Later that night, without warning, it was she who kissed him. She cupped his face in her hands, rose on tiptoe, and kissed him full on the lips. Alexandre was startled. For a moment he could not respond, and then he seized her slender form and crushed her to him, driving his tongue into her mouth, tasting. Then, embarrassed, he stepped back. Yvonne smiled and said nothing.

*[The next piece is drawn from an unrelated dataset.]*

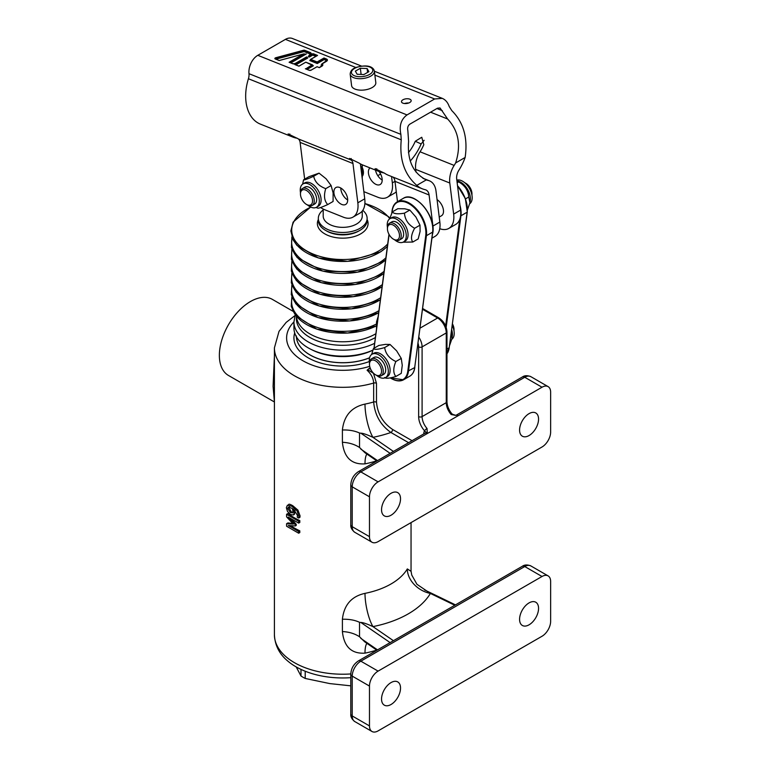 <?xml version="1.0" encoding="UTF-8"?>
<svg xmlns="http://www.w3.org/2000/svg" width="770" height="770" viewBox="0 0 770 770"><rect width="100%" height="100%" fill="white"/><g stroke="black" fill="none" stroke-linecap="round" stroke-linejoin="round"><path stroke-width="1.16" d="M350.793 673.943A68.318 39.443 180 0 1 274.409 634.769C274.938 645.529 279.529 654.394 288.172 661.382A66.181 38.211 0 0 0 350.793 677.677M370.611 369.051L368.782 368.695L367.088 370.235C371.198 373.979 373.383 378.253 373.662 383.046L373.662 401.978A68.318 39.443 180 0 1 364.999 404.096A24.399 6.497 -101.3 0 0 372.95 437.341C366.924 434.569 362.891 433.183 360.851 433.192L359.532 433.029L359.532 447.486C354.778 444.367 349.07 442.635 342.4 442.278C344.007 457.515 351.543 464.714 364.999 463.867A68.318 39.443 0 0 0 376.684 460.807M364.999 404.096C351.534 407.041 343.998 415.675 342.4 429.987C349.07 429.795 354.778 430.805 359.532 433.029M411.045 571.321L407.32 568.934A68.318 39.443 180 0 1 364.999 593.362C351.534 596.307 343.998 604.941 342.4 619.253C349.07 619.061 354.778 620.071 359.532 622.304L359.532 636.761L364.788 641.882L376.925 650.236M359.532 636.761C354.778 633.633 349.07 631.9 342.4 631.554C343.998 646.781 351.534 653.98 364.999 653.133A68.318 39.443 0 0 0 376.684 650.072M294.939 510.221L295.189 511.983L293.89 514.601M288.567 504.543L288.692 504.475C288.923 503.888 290.29 504.312 292.802 505.746L297.961 510.154L300.069 515.881L299.886 517.382L298.741 518.037L297.191 517.142L297.509 515.496L293.476 509.095L294.323 512.493L293.601 514.764L294.467 514.264M286.594 523.706L293.322 524.11L286.594 516.853L286.594 514.283L287.961 513.494A68.318 39.443 0 0 0 299.809 520.597L299.809 522.455L298.673 523.109L288.269 517.103L295.343 524.822L296.238 524.303L296.238 525.438L295.343 525.958L288.269 525.477L298.673 531.483L299.809 530.828L299.809 532.551L298.673 533.206L286.594 526.237L286.594 523.706L287.961 522.917L292.764 523.504M291.397 518.903L296.238 524.303M290.598 525.631A68.318 39.443 0 0 0 299.809 530.828M298.673 531.483L298.673 533.206M295.343 524.822L295.343 525.958M286.594 514.283L298.673 521.251L299.809 520.597M298.673 521.251L298.673 523.109M294.198 514.466L293.332 514.966L290.521 514.504L287.489 511.434L286.353 507.661L287.441 505.197L291.907 506.265L296.979 510.722L298.904 516.554L298.741 518.037M292.561 512.83L290.454 512.56L287.672 508.441L288.355 507.084L292.311 508.412L292.975 511.299L292.408 512.935M289.501 506.419L288.894 507.728L291.416 512.002L293.428 512.319M274.409 401.978L228.459 375.452A43.919 25.362 -60 0 1 228.459 324.738A43.919 25.362 -60 0 1 272.378 299.386L292.898 311.234M274.409 355.894L273.09 386.367L274.409 401.776M432.942 226.062L429.092 194.974A9.76 6.429 111.8 0 0 425.81 189.892A9.76 6.429 111.8 0 0 425.175 189.69A42.697 28.124 -68.2 0 1 422.374 188.823A42.697 28.124 -68.2 0 1 416.801 185.368C404.5 174.655 399.322 159.467 401.257 139.803L400.872 134.355C399.062 125.741 401.112 119.254 407.012 114.923L434.636 98.974L442.278 98.358C445.455 99.725 447.765 102.42 449.189 106.462L451.807 110.62C463.559 122.382 467.996 137.994 465.138 157.465A42.697 28.124 -68.2 0 1 458.882 170.237A9.76 6.429 111.8 0 0 456.697 179.035L460.556 210.123A24.399 14.091 -120 0 1 459.757 219.373A24.399 14.091 60 0 1 455.696 224.445L448.794 228.43A24.399 14.091 -120 0 0 453.655 214.108L449.796 183.019A19.52 12.859 -68.2 0 1 454.156 165.415A32.937 21.695 111.8 0 0 455.628 162.951C461.288 145.424 458.612 130.765 447.611 118.994L440.065 107.983L437.514 108.185L409.89 124.134C407.927 125.577 407.243 127.743 407.85 130.611L408.601 141.507C407.186 160.208 412.961 172.952 425.935 179.737L426.311 179.882A32.937 21.695 111.8 0 0 428.159 180.43A19.52 12.859 -68.2 0 1 429.439 180.825A19.52 12.859 -68.2 0 1 435.993 190.989L439.843 222.078L432.942 226.062A24.399 14.091 60 0 1 432.442 234.455M424.135 140.304L421.123 143.961L415.28 141.256L421.767 137.262L423.808 144.664A32.937 21.695 -68.2 0 1 420.054 151.796A19.52 12.859 111.8 0 0 415.694 169.39L416.031 172.114M410.237 161.046A42.697 28.124 111.8 0 0 421.123 143.961M361.467 66.076L292.427 38.5A14.64 9.644 111.8 0 0 285.42 39.376L257.806 55.315A14.64 9.644 111.8 0 0 248.989 73.689A9.76 6.429 -68.2 0 1 248.421 78.752A42.697 28.124 111.8 0 0 260.375 124.114L292.773 137.05A42.697 28.124 111.8 0 0 297.22 138.225M402.922 99.792A4.88 2.358 172.9 0 1 408.061 98.781A4.88 2.358 172.9 0 1 411.17 100.562A4.88 2.358 172.9 0 1 406.618 103.498A4.88 2.358 172.9 0 1 401.488 101.755A4.88 2.358 172.9 0 1 402.922 99.792M375.808 82.631A12.204 5.891 172.9 0 1 364.422 89.975A12.204 5.891 172.9 0 1 351.592 85.624L350.177 74.18A12.204 5.891 -7.1 0 0 363.007 78.521A12.204 5.891 -7.1 0 0 374.384 71.177L375.808 82.631M367.107 68.53L368.878 71.668L363.892 74.546L357.145 74.276L355.374 71.138L360.35 68.261L367.107 68.53L367.588 72.418M361.111 74.44L360.35 68.261M317.134 61.966L323.997 58.01L317.134 61.966L310.695 59.396L317.558 55.44L313.775 53.919A1.54 0.741 -7.1 0 0 311.609 54.121L310.127 54.872A3.475 1.675 -7.1 0 0 310.156 52.476L304.862 50.368A1.54 0.741 -7.1 0 0 303.264 50.339L275.872 57.712A1.54 0.741 -7.1 0 0 275.304 58.992L279.183 60.541L303.351 54.035L289.096 62.264L292.879 63.775A1.54 0.741 -7.1 0 0 295.045 63.583L306.547 56.961M306.527 56.951L307.057 57.596L295.401 64.334A1.29 0.626 -7.1 0 0 295.103 64.584M306.633 56.99L295.151 63.621A1.54 0.741 -7.1 0 0 295.141 64.68L298.943 66.181M298.924 66.191L305.786 62.177L312.639 65.411L306.296 69.079M312.216 64.805L305.719 68.905M317.076 66.749L319.338 67.654L317.086 66.692L311.215 70.08L317.076 66.749M319.338 67.654L321.802 66.23A3.475 1.675 -7.1 0 0 321.995 63.91L321.735 64.574A3.234 1.559 -7.1 0 1 322.592 65.277M326.249 61.456L321.677 64.151A3.234 1.559 172.9 0 1 322.601 65.075A3.234 1.559 172.9 0 1 322.264 65.912M310.695 59.396L309.8 60.551L317.259 63.535L317.211 62.774L310.435 60.06M309.271 55.479L309.347 56.277L308.26 56.585L309.396 57.038L309.347 56.277L311.86 54.824L315.95 56.306M309.155 55.43L308.895 56.095M303.351 54.035L304.371 54.295L290.021 62.582M326.393 61.369A3.475 1.675 -7.1 0 0 326.422 58.982L324.016 58.385L317.211 62.774L310.387 59.637M317.259 63.535L324.122 59.569L324.074 58.809L326.336 59.714A3.234 1.559 -7.1 0 1 327.192 60.416M307.095 69.396L313.38 65.768L312.639 65.411M290.829 62.899L306.325 53.958L304.371 54.295M295.805 64.882L307.798 57.962L307.057 57.596M289.809 134.009L289.212 135.164A42.697 28.124 111.8 0 0 292.773 137.05M289.212 135.164L288.134 133.913L297.74 138.571A42.697 28.124 111.8 0 0 298.183 138.86A7.325 4.822 -68.2 0 1 300.108 142.392L304.66 179.169M360.408 163.885L364.739 198.814L357.838 202.799L352.968 163.51A7.325 4.822 111.8 0 0 351.043 159.977A42.697 28.124 -68.2 0 1 350.6 159.688L349.522 158.428L359.128 163.096A42.697 28.124 111.8 0 0 362.689 164.982L379.735 171.797A42.697 28.124 111.8 0 0 384.192 172.961M376.771 168.755L376.183 169.901A42.697 28.124 111.8 0 0 379.735 171.797M376.183 169.901L375.106 168.649L384.711 173.308A42.697 28.124 111.8 0 0 388.263 175.204L422.374 188.823M426.311 179.882L416.801 185.368M465.138 157.465L455.628 162.951M408.629 103.026A4.88 2.358 -7.1 0 0 404.558 103.526M391.555 176.513L392.344 182.875A24.399 14.091 60 0 1 387.493 197.197L394.394 193.212A24.399 14.091 -120 0 0 396.271 191.72M375.481 170.093A9.76 5.631 -120 0 0 382.19 180.045M379.013 171.498A9.76 5.631 60 0 1 382.113 178.794A9.76 5.631 60 0 1 380.168 184.521A9.76 5.631 60 0 1 373.142 182.403A9.76 5.631 60 0 1 368.464 173.337A9.76 5.631 60 0 1 369.995 167.899M387.493 197.197A24.399 14.091 60 0 1 377.916 197.274L363.844 191.653M362.247 167.408A9.76 5.631 60 0 1 363.353 171.296A9.76 5.631 60 0 1 362.247 176.34M357.838 202.799A24.399 14.091 60 0 1 352.978 217.121L359.879 213.136A24.399 14.091 -120 0 0 364.739 198.814M340.783 188.015A9.76 5.631 -120 0 0 340.86 189.276A9.76 5.631 -120 0 0 347.684 199.969M347.607 198.708A9.76 5.631 60 0 1 345.663 204.445A9.76 5.631 60 0 1 335.903 198.804A9.76 5.631 60 0 1 335.903 187.534A9.76 5.631 60 0 1 342.929 189.651A9.76 5.631 60 0 1 347.607 198.708M352.978 217.121A24.399 14.091 60 0 1 343.41 217.198L324.651 209.7A24.399 14.091 60 0 1 320.599 207.525M415.28 141.256A32.937 21.695 -68.2 0 1 408.447 152.633M439.757 228.709A24.399 14.091 -120 0 0 448.794 228.43M437.062 199.613A9.76 5.631 60 0 1 443.424 210.017A9.76 5.631 60 0 1 441.48 215.754L439.227 217.053M393.037 177.1A9.76 6.429 -68.2 0 1 394.991 181.345L397.512 201.692M432.798 229.21A23.909 13.802 -120 0 0 415.723 199.632M431.951 238.161L434.992 236.4A24.399 14.091 -120 0 0 439.843 222.078M449.613 345.441L451.961 338.569L451.326 332.476M451.961 338.569L452.327 335.98A13.485 7.787 -120 0 0 451.692 329.714M452.25 325.508A13.485 7.787 60 0 1 452.953 327.115A13.485 7.787 60 0 1 451.846 339.262M452.404 324.391A9.76 5.631 60 0 1 454.011 330.445A9.76 5.631 60 0 1 454.002 330.85M454.011 330.445L454.011 329.445A8.537 4.928 -120 0 0 452.462 323.891M458.602 181.893L456.889 180.565L459.43 181.585A13.485 7.787 -120 0 1 470.287 200.383L469.941 202.789L468.795 196.995C468.189 190.354 464.791 185.32 458.602 181.893L457.159 182.721M467.448 209.835L469.941 202.789M456.841 180.17A13.485 7.787 60 0 1 469.623 188.775A13.485 7.787 60 0 1 469.787 203.675M464.714 182.692A9.76 5.631 60 0 1 465.07 182.894A9.76 5.631 60 0 1 471.972 194.849A9.76 5.631 60 0 1 471.962 195.253M471.972 194.849L471.972 193.847A8.537 4.928 -120 0 0 465.927 183.385L465.07 182.894M465.484 198.91L468.795 196.995M412.797 242.03L418.187 238.921L420.093 231.462L420.006 225.167L415.906 217.034L409.813 210.056L404.808 208.805L397.801 208.709L392.411 211.817C393.634 213.877 397.638 214.32 404.433 213.165C405.039 219.816 408.437 224.85 414.626 228.276C411.228 234.465 410.622 239.056 412.797 242.03L403.047 242.203M389.61 218.882L392.411 211.817M390.005 218.632L391.795 217.592A13.485 7.787 60 0 1 405.28 225.379A13.485 7.787 60 0 1 405.28 240.943L403.48 241.982A13.485 7.787 -120 0 0 403.48 226.419A13.485 7.787 -120 0 0 390.005 218.632A13.485 7.787 -120 0 0 387.435 227.314M394.683 239.865A13.485 7.787 -120 0 0 395.405 240.433A13.485 7.787 -120 0 0 403.48 241.982M409.813 210.056L404.433 213.165M420.006 225.167L414.626 228.276M393.46 239.172L394.327 239.672A9.76 5.631 -120 0 0 399.207 240.153L401.622 238.758A9.76 5.631 -120 0 0 401.622 227.487A9.76 5.631 -120 0 0 391.863 221.856L389.447 223.252A9.76 5.631 -120 0 0 387.425 227.718L387.425 228.709A8.537 4.928 60 0 1 393.46 225.225A8.537 4.928 60 0 1 399.505 235.687A8.537 4.928 60 0 1 393.46 239.172A8.537 4.928 60 0 1 388.119 232.357A8.537 4.928 60 0 1 387.425 228.709M399.207 240.153A9.76 5.631 -120 0 0 399.207 228.883A9.76 5.631 -120 0 0 389.447 223.252M395.867 376.472L401.257 373.363L402.258 365.307L401.257 358.416L396.646 350.86L390.034 344.459L385.433 344.382L378.821 345.461L373.44 348.569C374.393 349.84 378.128 349.513 384.654 347.568C385.606 353.825 389.351 358.474 395.867 361.515C393.085 368.108 393.085 373.094 395.867 376.472C389.351 378.417 385.606 378.753 384.654 377.473M371.641 354.498L373.44 348.569M372.045 354.229L373.845 353.199A13.485 7.787 60 0 1 386.386 359.494A13.485 7.787 60 0 1 388.84 375.144A13.485 7.787 60 0 1 387.32 376.549L385.529 377.579A13.485 7.787 -120 0 0 387.041 376.174A13.485 7.787 -120 0 0 384.596 360.524A13.485 7.787 -120 0 0 372.045 354.229A13.485 7.787 -120 0 0 369.485 362.911M376.732 375.471A13.485 7.787 -120 0 0 385.529 377.579M401.257 358.416L395.867 361.515M390.034 344.459L384.654 347.568M375.51 374.769L376.376 375.269A9.76 5.631 -120 0 0 377.069 375.635A9.76 5.631 -120 0 0 381.256 375.75L383.672 374.364A9.76 5.631 -120 0 0 383.672 363.094A9.76 5.631 -120 0 0 373.912 357.453L371.496 358.849A9.76 5.631 -120 0 0 369.475 363.315L369.475 364.316A8.537 4.928 60 0 1 375.308 360.716A8.537 4.928 60 0 1 381.535 370.813A8.537 4.928 60 0 1 376.116 375.086A8.537 4.928 60 0 1 375.51 374.769A8.537 4.928 60 0 1 369.475 364.316M381.256 375.75A9.76 5.631 -120 0 0 381.256 364.489A9.76 5.631 -120 0 0 371.496 358.849M418.033 343.247A9.76 5.631 60 0 1 418.649 346.885L418.649 416.608A14.64 8.451 -120 0 0 424.588 430.853A2.445 0.674 -41.7 0 1 427.052 428.486A12.204 7.046 60 0 1 422.095 416.608L422.095 346.885A12.204 7.046 -120 0 0 418.832 337.202M424.087 433.731A2.445 1.405 0 0 0 423.818 433.548A7.325 4.225 -120 0 1 424.588 430.853L427.273 433.548L427.052 428.486M367.704 369.639L373.508 373.383L376.492 383.306A2.445 1.405 0 0 0 373.662 383.046A68.318 39.443 0 0 1 274.409 347.876L274.409 634.769M372.324 372.545A2.445 1.068 -69.8 0 1 372.43 372.025M422.528 309.28L437.62 317.991A12.204 7.046 60 0 1 446.253 332.938L446.253 402.662A12.204 7.046 -120 0 0 451.201 414.539A2.445 0.674 -41.7 0 1 452.288 414.289L452.288 414.289A2.445 0.674 -41.7 0 1 452.308 414.318M451.201 414.539L455.888 415.377A4.88 2.82 -120 0 1 458.333 415.617L524.755 377.262A4.88 2.82 -120 0 0 522.31 377.021L455.898 415.367M368.782 368.695L370.149 367.906M376.492 402.238A2.445 1.405 0 0 0 373.662 401.978C374.807 414.982 380.553 425.146 390.9 432.471A2.445 1.405 120 0 0 392.623 429.477C382.998 422.99 377.618 413.914 376.492 402.238L376.492 383.306M378.099 481.856L542.013 387.223A12.204 7.046 -60 0 1 548.105 386.617A12.204 7.046 -60 0 1 550.637 392.209L550.637 432.057A12.204 7.046 -60 0 1 542.013 446.995L378.099 541.628A12.204 7.046 -60 0 1 371.997 542.234A12.204 7.046 -60 0 1 369.475 536.651L369.475 496.804A12.204 7.046 -60 0 1 378.099 481.856L360.841 471.894L458.333 415.617M538.557 419.101A13.417 7.748 -60 0 1 532.696 432.605A13.417 7.748 -60 0 1 522.358 436.205A13.417 7.748 -60 0 1 522.358 420.709A13.417 7.748 -60 0 1 535.776 412.961A13.417 7.748 -60 0 1 538.557 419.101M400.525 498.796A13.417 7.748 -60 0 1 394.673 512.3A13.417 7.748 -60 0 1 384.326 515.89A13.417 7.748 -60 0 1 384.326 500.394A13.417 7.748 -60 0 1 397.753 492.646A13.417 7.748 -60 0 1 400.525 498.796M364.999 452.76L359.532 447.486M364.999 593.362A24.399 6.497 -101.3 0 0 372.95 626.607A92.718 53.534 0 0 0 430.392 593.439A24.399 18.836 30.8 0 1 407.32 568.934M359.532 622.304L360.851 622.468C362.891 622.458 366.924 623.835 372.95 626.607L393.432 640.698M538.557 608.367A13.417 7.748 -60 0 1 532.696 621.881A13.417 7.748 -60 0 1 522.358 625.471A13.417 7.748 -60 0 1 522.358 609.975A13.417 7.748 -60 0 1 535.776 602.227A13.417 7.748 -60 0 1 538.557 608.367M400.525 688.062A13.417 7.748 -60 0 1 394.673 701.566A13.417 7.748 -60 0 1 384.326 705.166A13.417 7.748 -60 0 1 384.326 689.67A13.417 7.748 -60 0 1 397.753 681.922A13.417 7.748 -60 0 1 400.525 688.062M542.013 576.489A12.204 7.046 -60 0 1 548.105 575.893A12.204 7.046 -60 0 1 550.637 581.475L550.637 621.323A12.204 7.046 -60 0 1 542.013 636.261L378.099 730.894A12.204 7.046 -60 0 1 371.997 731.5A12.204 7.046 -60 0 1 369.475 725.918L369.475 686.07A12.204 7.046 -60 0 1 378.099 671.122L542.013 576.489L524.755 566.537A4.88 2.82 -120 0 0 522.31 566.287L358.406 660.92C353.68 664.058 351.149 668.456 350.793 674.116L350.793 713.963A4.88 2.82 0 0 0 352.217 715.956L352.217 676.108A12.204 7.046 -60 0 1 360.841 661.17L524.755 566.537A12.204 7.046 -60 0 1 530.857 565.931C527.392 564.554 524.543 564.67 522.31 566.287M454.8 605.268L430.392 593.439L416.955 584.305L411.757 575.055L411.026 571.08M366.924 643.354A24.399 6.497 -101.3 0 0 364.999 653.133M366.924 454.088A24.399 6.497 -101.3 0 0 364.999 463.867M369.561 357.829A46.364 26.767 180 0 1 322.495 360.081A46.364 26.767 180 0 1 296.421 337.347A46.364 26.767 180 0 1 296.383 336.788A46.364 26.767 0 0 0 322.13 359.908A46.364 26.767 0 0 0 369.581 357.752M311.398 349.551A46.364 26.767 0 0 0 369.966 351.486A46.364 26.767 0 0 0 372.834 350.186M372.853 350.119A48.799 28.172 180 0 1 308.221 347.876A48.799 28.172 180 0 1 293.928 327.953L293.928 321.976A48.799 28.172 0 0 0 308.221 341.899A48.799 28.172 0 0 0 374.528 343.353M375.298 337.587A46.364 26.767 180 0 1 369.966 340.196A46.364 26.767 180 0 1 321.668 342.381A46.364 26.767 180 0 1 296.363 318.53L296.363 316.451M296.44 316.537A46.364 26.767 0 0 0 326.403 340.061A46.364 26.767 0 0 0 375.798 333.766M362.786 210.354A24.399 14.091 180 0 1 367.126 218.382L367.126 220.374A24.399 14.091 180 0 1 342.727 234.455A24.399 14.091 180 0 1 318.328 220.374L318.328 218.382A24.399 14.091 180 0 1 323.208 209.931M296.209 666.926L300.993 676.022L300.993 669.409M300.993 676.022A56.123 32.398 0 0 0 305.199 678.447L329.781 683.587L350.793 685.839M305.199 671.219L305.199 678.447M362.247 211.095L362.247 216.081A19.52 11.271 180 0 1 342.727 227.352A19.52 11.271 180 0 1 323.208 216.081L323.208 209.055M360.986 168.572A19.52 11.271 0 0 0 362.247 164.799L362.247 178.736M367.126 218.382A24.399 14.091 180 0 1 342.727 232.463A24.399 14.091 180 0 1 318.328 218.382M377.781 175.656L380.592 174.03M302.61 184.174L303.572 179.795C304.15 180.228 307.519 179.044 313.669 176.263C314.911 181.999 318.934 186.128 325.739 188.65C323.612 195.561 324.266 200.874 327.712 204.57C321.562 207.351 318.193 208.526 317.615 208.102L316.056 207.477M327.712 204.57L333.092 201.461L333.112 192.923L331.119 185.541L326.085 178.775L319.05 173.154L308.953 176.686L303.572 179.795M319.05 173.154L313.669 176.263M331.119 185.541L325.739 188.65M303.034 183.895L304.824 182.856A13.485 7.787 60 0 1 316.778 188.323A13.485 7.787 60 0 1 320.455 203.646A13.485 7.787 60 0 1 318.308 206.206L316.518 207.245A13.485 7.787 -120 0 0 318.655 204.685A13.485 7.787 -120 0 0 314.978 189.353A13.485 7.787 -120 0 0 303.034 183.895A13.485 7.787 -120 0 0 300.464 192.567M307.711 205.128A13.485 7.787 -120 0 0 316.518 207.245M306.498 204.435L307.355 204.935A9.76 5.631 -120 0 0 309.088 205.677A9.76 5.631 -120 0 0 312.235 205.417L314.651 204.021A9.76 5.631 -120 0 0 314.651 192.75A9.76 5.631 -120 0 0 304.891 187.11L302.475 188.506A9.76 5.631 -120 0 0 300.454 192.981L300.454 193.973A8.537 4.928 60 0 1 305.988 190.219A8.537 4.928 60 0 1 312.447 199.719A8.537 4.928 60 0 1 308.01 205.08A8.537 4.928 60 0 1 306.498 204.435A8.537 4.928 60 0 1 300.454 193.973M312.235 205.417A9.76 5.631 -120 0 0 312.235 194.146A9.76 5.631 -120 0 0 302.475 188.506M342.4 442.278L342.4 429.987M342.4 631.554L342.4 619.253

But the next day he was strangely restless. He cared for Yvonne. He would propose to her. By doing so he would of course be playing right into his mother's hands. Charlotte would be thrilled by the dowry, but Yvonne would understand. They would do for Charlotte what had to be done, and then they would bar her forever more from their lives and the lives of their children. Charlotte would be rescued by Yvonne's money. Then life would begin.

When Alexandre went to the Cité to make his formal proposal, he was met in the entrance hall by Yvonne, her hair in disarray over her shoulders. He was surprised, but she gave a little cry and held her hands out to him, her face aglow. She knew why he had come, and she was glad.

“It's all right, dear, we shall be very happy,” he heard her answering moments later. She had accepted and so quickly! He touched the fineness of her hair, the fabric of her blouse. And for once he felt happy.